» TRY IT
Copy out the entries exactly, and wherever a picture appears, leave it out.

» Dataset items
= = = = =

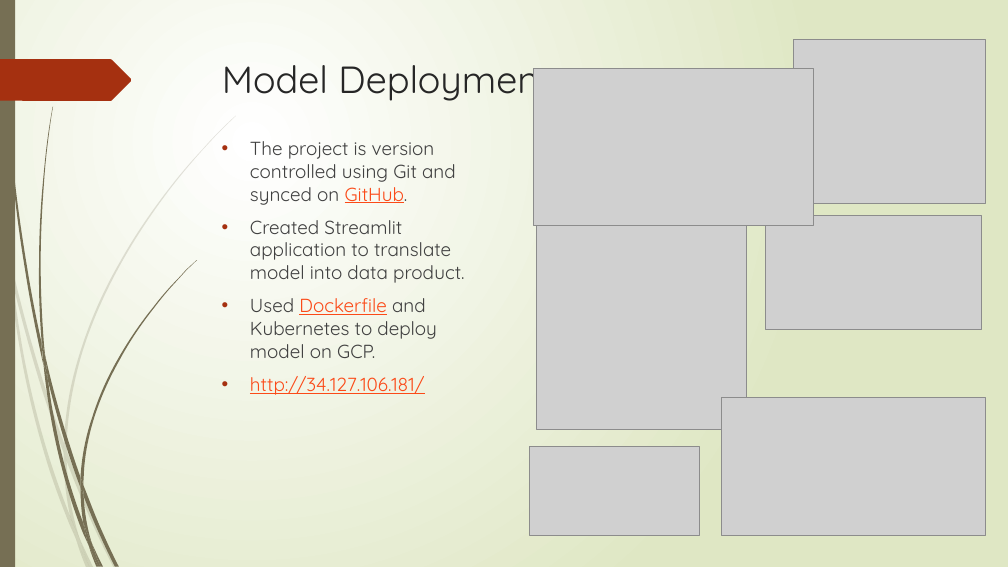
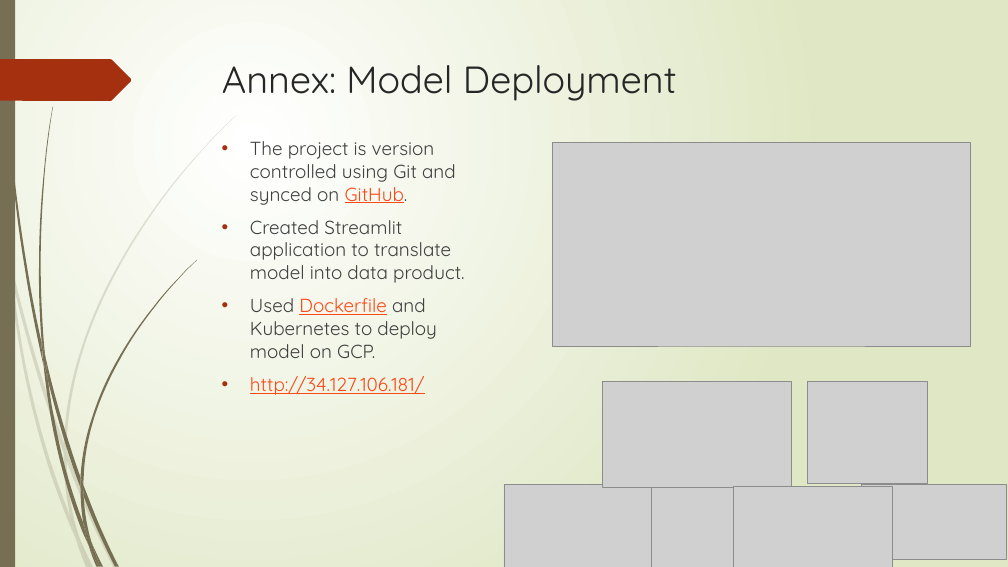
Before and after one commit to irtizak/salaries, a slide deck: slide 17 of Presentation.pptx (slide 14 before the commit). Drawn at 1008x567 pixels with LibreOffice and Linux fonts; fonts in the diff are those of the drawing; grey boxes stand for pictures. Boxes give left, top, right and bottom in pixels: in the first picture for what was removed or moved away, otherwise in the second. Text is boxed around its words. In the diff, an @@ line names an element or a change of style, - is before the commit and + after.

```diff
--- a/Presentation.pptx
+++ b/Presentation.pptx
@@ title at bbox=[222, 65, 677, 101]: text changed @@
-Model Deployment
+Annex: Model Deployment
@@ picture added at bbox=[553, 142, 971, 346] @@
@@ picture: place and size @@
-picture at bbox=[533, 68, 813, 225]
+picture at bbox=[603, 381, 792, 488]
@@ picture: place and size @@
-picture at bbox=[794, 39, 986, 203]
+picture at bbox=[808, 381, 928, 484]
@@ picture: place and size @@
-picture at bbox=[766, 216, 982, 329]
+picture at bbox=[504, 485, 662, 567]
@@ picture: place and size @@
-picture at bbox=[537, 219, 747, 430]
+picture at bbox=[651, 485, 734, 567]
@@ picture: place and size @@
-picture at bbox=[529, 447, 699, 535]
+picture at bbox=[734, 486, 893, 567]
@@ picture: place and size @@
-picture at bbox=[721, 398, 986, 535]
+picture at bbox=[861, 485, 1006, 560]
```
Also in this commit, not shown: 1 other slide changed, 3 slides added.

= = = = =

» RESULT FOR THIS EXERCISE
Before and after one commit to irtizak/salaries, a slide deck: slide 17 of Presentation.pptx (slide 14 before the commit). Drawn at 1008x567 pixels with LibreOffice and Linux fonts; fonts in the diff are those of the drawing; grey boxes stand for pictures. Boxes give left, top, right and bottom in pixels: in the first picture for what was removed or moved away, otherwise in the second. Text is boxed around its words. In the diff, an @@ line names an element or a change of style, - is before the commit and + after.

```diff
--- a/Presentation.pptx
+++ b/Presentation.pptx
@@ title at bbox=[222, 65, 677, 101]: text changed @@
-Model Deployment
+Annex: Model Deployment
@@ picture added at bbox=[553, 142, 971, 346] @@
@@ picture: place and size @@
-picture at bbox=[533, 68, 813, 225]
+picture at bbox=[603, 381, 792, 488]
@@ picture: place and size @@
-picture at bbox=[794, 39, 986, 203]
+picture at bbox=[808, 381, 928, 484]
@@ picture: place and size @@
-picture at bbox=[766, 216, 982, 329]
+picture at bbox=[504, 485, 662, 567]
@@ picture: place and size @@
-picture at bbox=[537, 219, 747, 430]
+picture at bbox=[651, 485, 734, 567]
@@ picture: place and size @@
-picture at bbox=[529, 447, 699, 535]
+picture at bbox=[734, 486, 893, 567]
@@ picture: place and size @@
-picture at bbox=[721, 398, 986, 535]
+picture at bbox=[861, 485, 1006, 560]
```
Also in this commit, not shown: 1 other slide changed, 3 slides added.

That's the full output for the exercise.